The Dixie Chicks and Our First Amendment Rights
Isn't it weird how you can love something and forget about it for awhile, and then have it be immediately rekindled when you experience it again? It's been like three years since the Dixie Chicks put out a new album, and I hadn't listened to them in ages. Then, today, I clicked over to the AV Club and saw this: Dixie Chicks, Badass Motherf**ckers. Yes, that's really the title. It's a write-up from Nathan Rabin, one of their music guys, who's trying to educate himself in country, as he realizes that just because the Dixie Chicks are cute doesn't mean they're not awesome.
I read the thing, I watched all the embedded videos (haven't seen "Goodbye Earl" in awhile?), and then I was seized by the desire to rewatch Shut Up and Sing, a documentary about the band trying to come back from the unexpected controversy that was generated over an off-the-cuff remark during a concert in 2003.
Rabin seems to be positioning most of the vitriol that was directed at the Chicks as based on them being women—pretty, (mostly) blonde, popular chicks. They're supposed to be wholesome, they're not supposed to have opinions at all, and certainly not divisive ones. Watching the movie again (which, of course, I did), I think Rabin is really on to something.
Here's my favorite moment in Shut Up and Sing, as the Chicks and their manager discuss how they're going to be promoting Taking the Long Way, their first album after the shitstorm. An unofficial boycott is still keeping them off country radio and television.
Simon, the Chicks’ manager: They [Sony] wanna have us doing as much TV as we can get done, so let me throw out some TV ideas for you – Um, The View, if it was just an interview with Barbara Walters and if we went in and we did the production.
Emily shakes head. No one says anything.
Simon: Regis and Kelly?
Martie: Well, tell us with each show, what’s mandatory performance?
Natalie: Can I just throw this out there? I just—why can’t we—can we decide what kind of artists we want to be right now?
Natalie: Can we be the Bruce Springsteen, and the Bob Dylan?—NOT that I’m comparing ourselves or our music to them—but do we have to be on everything that’ll “let us” be on? I just don’t care.

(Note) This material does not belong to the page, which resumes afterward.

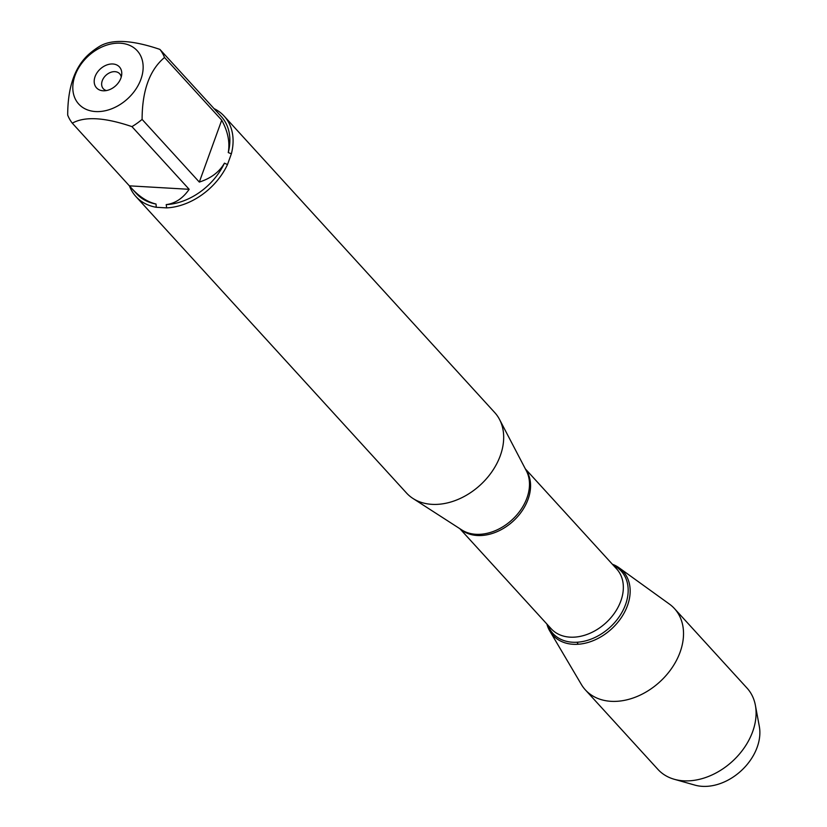 <?xml version="1.0" encoding="UTF-8"?>
<svg xmlns="http://www.w3.org/2000/svg" width="827" height="827" viewBox="0 0 827 827"><rect width="100%" height="100%" fill="white"/><g stroke="black" fill="none" stroke-linecap="round" stroke-linejoin="round"><path stroke-width="1.24" d="M135.928 196.557L406.533 493.037A59.699 43.8 -42.4 0 0 412.962 498.464A59.699 43.8 -42.4 0 0 500.294 455.677A59.699 43.8 -42.4 0 0 499.529 419.444A59.699 43.8 -42.4 0 0 494.711 412.549L224.117 116.08A59.699 43.8 137.6 0 1 231.374 153.791L227.477 164.573A59.699 43.8 137.6 0 1 166.661 207.887L156.272 207.288A59.699 43.8 137.6 0 1 135.928 196.557A59.699 43.8 137.6 0 1 129.353 185.682M213.883 108.533A59.699 43.8 137.6 0 1 224.117 116.08M74.544 97.266A39.572 29.038 -42.4 0 0 107.221 110.26A39.572 29.038 -42.4 0 0 140.91 79.289A39.572 29.038 -42.4 0 0 108.73 44.513A39.572 29.038 -42.4 0 0 74.544 97.266M67.69 115.087A57.311 42.053 -42.4 0 0 72.3 123.171C84.757 116.204 104.636 117.351 131.948 126.624A57.311 42.053 -42.4 0 0 142.099 119.398C142.161 90.619 149.635 69.985 164.511 57.487A57.311 42.053 -42.4 0 0 159.911 49.403C132.599 40.12 112.71 38.972 100.253 45.94A57.311 42.053 -42.4 0 0 90.102 53.176C75.226 65.674 67.752 86.308 67.69 115.087M142.099 119.398L199.317 182.074C210.968 178.332 219.341 172.016 224.437 163.157A57.311 42.053 137.6 0 1 166.206 204.62C175.241 203.432 182.891 198.325 189.166 189.311L131.948 126.624M159.911 49.403L221.254 116.493A57.311 42.053 137.6 0 1 228.262 152.581C230.082 142.327 227.911 131.514 221.729 120.163L164.511 57.487M216.498 111.273L215.692 110.518M156.024 204.031A57.311 42.053 137.6 0 1 136.6 193.756L131.844 188.546C139.505 196.857 147.568 202.015 156.024 204.031L156.272 207.288M72.3 123.171L131.844 188.546M231.374 153.791L228.262 152.581M224.437 163.157L227.477 164.573M166.661 207.887L166.206 204.62M612.393 564.262A47.449 34.817 137.6 0 1 611.463 629.016A47.449 34.817 137.6 0 1 546.885 624.044A47.449 34.817 -42.4 0 0 549.79 631.011A47.449 34.817 -42.4 0 0 589.641 641.959A47.449 34.817 -42.4 0 0 627.476 605.591A47.449 34.817 -42.4 0 0 619.072 567.787A47.449 34.817 -42.4 0 0 612.393 564.262M95.064 76.632A15.517 11.392 137.6 0 1 111.004 64.01A15.517 11.392 137.6 0 1 121.724 74.451A15.517 11.392 137.6 0 1 103.799 90.805A15.517 11.392 137.6 0 1 95.064 76.632M189.166 189.311L129.508 185.848M221.729 120.163L199.317 182.074M121.238 77.045A11.082 8.136 -42.4 0 0 119.688 73.768A11.082 8.136 -42.4 0 0 110.363 72.476A11.082 8.136 -42.4 0 0 102.269 80.705A11.082 8.136 -42.4 0 0 103.303 88.716A11.082 8.136 -42.4 0 0 106.435 90.567M549.79 631.011L581.36 684.467A60.309 44.255 -42.4 0 0 585.371 689.894A60.309 44.255 -42.4 0 0 636.087 696.892A60.309 44.255 -42.4 0 0 680.104 652.141A60.309 44.255 -42.4 0 0 674.46 608.579A60.309 44.255 -42.4 0 0 669.415 604.092L619.072 567.787M585.371 689.894L657.93 769.399A60.309 44.255 -42.4 0 0 674.294 779.282A60.309 44.255 -42.4 0 0 752.663 731.647A60.309 44.255 -42.4 0 0 755.382 705.276A60.309 44.255 -42.4 0 0 747.019 688.085L674.46 608.579M755.382 705.276L759.31 726.354A47.894 35.137 137.6 0 1 757.16 747.288A47.894 35.137 137.6 0 1 694.928 785.123L674.294 779.282M578.29 644.243L576.905 642.238M412.962 498.464L461.724 529.9A44.586 32.718 -42.4 0 0 526.964 497.937A44.586 32.718 -42.4 0 0 526.385 470.873L499.529 419.444M525.652 469.457A44.348 32.532 137.6 0 1 513.081 521.237A44.348 32.532 137.6 0 1 460.381 529.032M459.853 528.691L551.185 628.747A44.348 32.532 -42.4 0 0 605.871 622.886A44.348 32.532 -42.4 0 0 616.684 568.966L525.362 468.899M613.334 565.296A46.24 33.928 137.6 0 1 609.944 627.362A46.24 33.928 137.6 0 1 547.836 625.078"/></g></svg>

It's so true, and that's why this has always been my favorite moment in the movie. There is so much precedent out there for male recording artists (and actors and writers and so on) who say whatever they want, who are allowed to cultivate a "rebel" image, and who are not then asked to go make inoffensive banter with Regis and Kelly so that people don't feel too threatened by them. I love so much that Natalie raises that question—I love so much that the movie raises that question.
I also think that's a large part of what makes Taking the Long Way so great—it has such a strong point of view. There's this way that the media has sometimes of dismissing female artists, writing them off as the trick pony of some Big Time Producer in cowboy boots. Shut Up and Sing will attest that the Chicks talk a lot about their music and their direction, and what they stand for, and who and what they're performing for.
There's a lot more I want to write about on this subject, notably how much the popular music industry depends upon artists who don't fit in most or any of those categories. But it's pretty late and Skylar is having a thunder-induced hissy fit, so I'll sum up for now: being in charge of one's own artistic destiny is cool. I love the Chicks' music. I want to hang out with Natalie Maines all the time. The music industry itself is a way bigger issue that I will maybe get to someday.
For now, "Not Ready to Make Nice" baby!